[Items listed in a dataset]
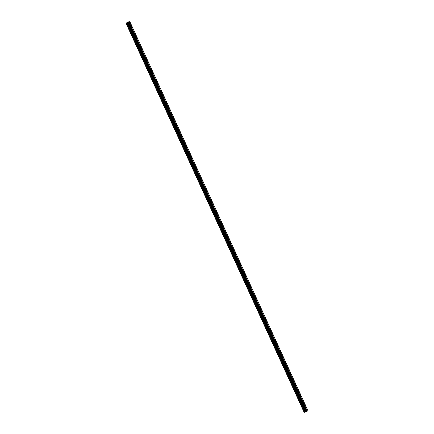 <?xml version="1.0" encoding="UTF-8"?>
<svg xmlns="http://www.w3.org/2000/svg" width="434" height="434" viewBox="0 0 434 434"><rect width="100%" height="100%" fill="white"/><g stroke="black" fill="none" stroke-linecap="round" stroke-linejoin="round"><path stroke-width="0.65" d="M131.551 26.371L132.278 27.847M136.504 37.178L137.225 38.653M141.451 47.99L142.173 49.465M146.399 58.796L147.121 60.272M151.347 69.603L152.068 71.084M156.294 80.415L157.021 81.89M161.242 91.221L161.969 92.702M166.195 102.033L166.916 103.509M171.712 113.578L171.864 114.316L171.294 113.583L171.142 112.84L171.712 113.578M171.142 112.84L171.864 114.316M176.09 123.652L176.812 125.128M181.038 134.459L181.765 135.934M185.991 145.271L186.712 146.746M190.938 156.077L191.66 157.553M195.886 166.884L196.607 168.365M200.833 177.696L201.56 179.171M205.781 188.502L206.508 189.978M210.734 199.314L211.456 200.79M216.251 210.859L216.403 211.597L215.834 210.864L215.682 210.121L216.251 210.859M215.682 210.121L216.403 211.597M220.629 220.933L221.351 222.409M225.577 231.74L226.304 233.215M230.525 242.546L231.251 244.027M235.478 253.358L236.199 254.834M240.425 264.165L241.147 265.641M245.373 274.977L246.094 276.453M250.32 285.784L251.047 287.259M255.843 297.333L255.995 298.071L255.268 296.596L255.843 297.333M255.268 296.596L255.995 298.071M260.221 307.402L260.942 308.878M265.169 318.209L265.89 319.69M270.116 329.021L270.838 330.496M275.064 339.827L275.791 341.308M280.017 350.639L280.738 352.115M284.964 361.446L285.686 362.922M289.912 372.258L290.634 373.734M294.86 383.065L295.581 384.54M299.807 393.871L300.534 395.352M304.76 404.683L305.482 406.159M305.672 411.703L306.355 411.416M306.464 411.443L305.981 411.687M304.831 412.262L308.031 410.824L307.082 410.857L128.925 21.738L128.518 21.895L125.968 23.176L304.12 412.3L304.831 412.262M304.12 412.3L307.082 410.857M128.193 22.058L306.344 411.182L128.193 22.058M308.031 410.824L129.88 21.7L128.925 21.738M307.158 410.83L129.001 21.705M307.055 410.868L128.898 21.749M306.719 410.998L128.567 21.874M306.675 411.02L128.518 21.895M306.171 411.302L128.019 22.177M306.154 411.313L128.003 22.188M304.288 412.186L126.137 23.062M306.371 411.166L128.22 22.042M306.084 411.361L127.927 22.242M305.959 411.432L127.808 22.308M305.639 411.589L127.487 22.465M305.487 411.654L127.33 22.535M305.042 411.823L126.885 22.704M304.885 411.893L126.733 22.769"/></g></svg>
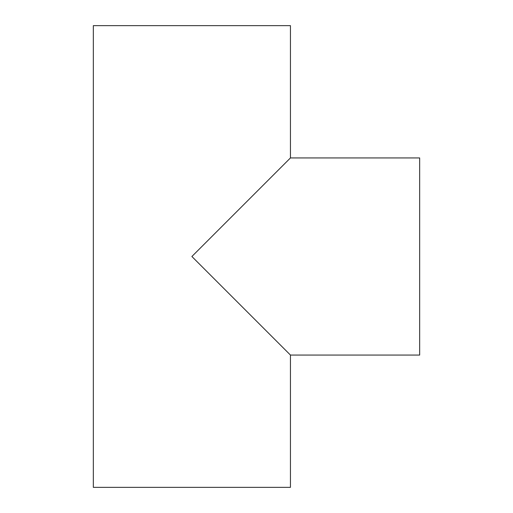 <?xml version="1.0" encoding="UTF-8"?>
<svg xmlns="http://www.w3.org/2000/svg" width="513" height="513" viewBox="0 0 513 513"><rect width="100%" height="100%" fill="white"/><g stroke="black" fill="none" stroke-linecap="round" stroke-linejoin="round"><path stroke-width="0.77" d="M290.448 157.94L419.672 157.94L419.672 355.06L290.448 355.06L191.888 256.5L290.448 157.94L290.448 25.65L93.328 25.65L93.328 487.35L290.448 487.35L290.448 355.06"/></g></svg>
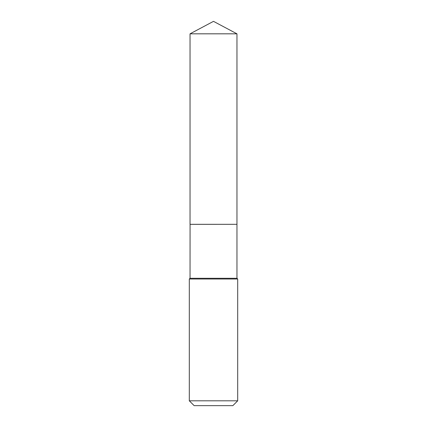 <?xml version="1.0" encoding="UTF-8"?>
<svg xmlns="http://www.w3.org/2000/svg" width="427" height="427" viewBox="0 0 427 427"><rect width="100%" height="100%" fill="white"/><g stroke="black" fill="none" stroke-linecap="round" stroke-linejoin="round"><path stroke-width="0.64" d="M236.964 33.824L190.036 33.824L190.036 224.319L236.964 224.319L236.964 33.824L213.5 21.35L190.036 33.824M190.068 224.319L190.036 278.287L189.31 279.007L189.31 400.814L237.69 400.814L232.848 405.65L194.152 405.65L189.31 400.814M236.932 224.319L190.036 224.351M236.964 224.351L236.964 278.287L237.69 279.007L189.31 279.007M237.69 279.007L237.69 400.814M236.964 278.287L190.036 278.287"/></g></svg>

PROBLEM REQUIREMENTS -
Write the data above out again exactly, every line of it, and exclude the pictures.

ANSWER TO THE EXERCISE -
 <?xml version="1.0" encoding="UTF-8"?>
<svg xmlns="http://www.w3.org/2000/svg" width="434" height="434" viewBox="0 0 434 434"><rect width="100%" height="100%" fill="white"/><g stroke="black" fill="none" stroke-linecap="round" stroke-linejoin="round"><path stroke-width="0.65" d="M131.551 26.371L132.278 27.847M136.504 37.178L137.225 38.653M141.451 47.99L142.173 49.465M146.399 58.796L147.121 60.272M151.347 69.603L152.068 71.084M156.294 80.415L157.021 81.89M161.242 91.221L161.969 92.702M166.195 102.033L166.916 103.509M171.712 113.578L171.864 114.316L171.294 113.583L171.142 112.84L171.712 113.578M171.142 112.84L171.864 114.316M176.09 123.652L176.812 125.128M181.038 134.459L181.765 135.934M185.991 145.271L186.712 146.746M190.938 156.077L191.66 157.553M195.886 166.884L196.607 168.365M200.833 177.696L201.56 179.171M205.781 188.502L206.508 189.978M210.734 199.314L211.456 200.79M216.251 210.859L216.403 211.597L215.834 210.864L215.682 210.121L216.251 210.859M215.682 210.121L216.403 211.597M220.629 220.933L221.351 222.409M225.577 231.74L226.304 233.215M230.525 242.546L231.251 244.027M235.478 253.358L236.199 254.834M240.425 264.165L241.147 265.641M245.373 274.977L246.094 276.453M250.32 285.784L251.047 287.259M255.843 297.333L255.995 298.071L255.268 296.596L255.843 297.333M255.268 296.596L255.995 298.071M260.221 307.402L260.942 308.878M265.169 318.209L265.89 319.69M270.116 329.021L270.838 330.496M275.064 339.827L275.791 341.308M280.017 350.639L280.738 352.115M284.964 361.446L285.686 362.922M289.912 372.258L290.634 373.734M294.86 383.065L295.581 384.54M299.807 393.871L300.534 395.352M304.76 404.683L305.482 406.159M305.672 411.703L306.355 411.416M306.464 411.443L305.981 411.687M304.831 412.262L308.031 410.824L307.082 410.857L128.925 21.738L128.518 21.895L125.968 23.176L304.12 412.3L304.831 412.262M304.12 412.3L307.082 410.857M128.193 22.058L306.344 411.182L128.193 22.058M308.031 410.824L129.88 21.7L128.925 21.738M307.158 410.83L129.001 21.705M307.055 410.868L128.898 21.749M306.719 410.998L128.567 21.874M306.675 411.02L128.518 21.895M306.171 411.302L128.019 22.177M306.154 411.313L128.003 22.188M304.288 412.186L126.137 23.062M306.371 411.166L128.22 22.042M306.084 411.361L127.927 22.242M305.959 411.432L127.808 22.308M305.639 411.589L127.487 22.465M305.487 411.654L127.33 22.535M305.042 411.823L126.885 22.704M304.885 411.893L126.733 22.769"/></g></svg>
 <?xml version="1.0" encoding="UTF-8"?>
<svg xmlns="http://www.w3.org/2000/svg" width="513" height="513" viewBox="0 0 513 513"><rect width="100%" height="100%" fill="white"/><g stroke="black" fill="none" stroke-linecap="round" stroke-linejoin="round"><path stroke-width="0.77" d="M290.448 157.94L419.672 157.94L419.672 355.06L290.448 355.06L191.888 256.5L290.448 157.94L290.448 25.65L93.328 25.65L93.328 487.35L290.448 487.35L290.448 355.06"/></g></svg>
 <?xml version="1.0" encoding="UTF-8"?>
<svg xmlns="http://www.w3.org/2000/svg" width="427" height="427" viewBox="0 0 427 427"><rect width="100%" height="100%" fill="white"/><g stroke="black" fill="none" stroke-linecap="round" stroke-linejoin="round"><path stroke-width="0.64" d="M236.964 33.824L190.036 33.824L190.036 224.319L236.964 224.319L236.964 33.824L213.5 21.35L190.036 33.824M190.068 224.319L190.036 278.287L189.31 279.007L189.31 400.814L237.69 400.814L232.848 405.65L194.152 405.65L189.31 400.814M236.932 224.319L190.036 224.351M236.964 224.351L236.964 278.287L237.69 279.007L189.31 279.007M237.69 279.007L237.69 400.814M236.964 278.287L190.036 278.287"/></g></svg>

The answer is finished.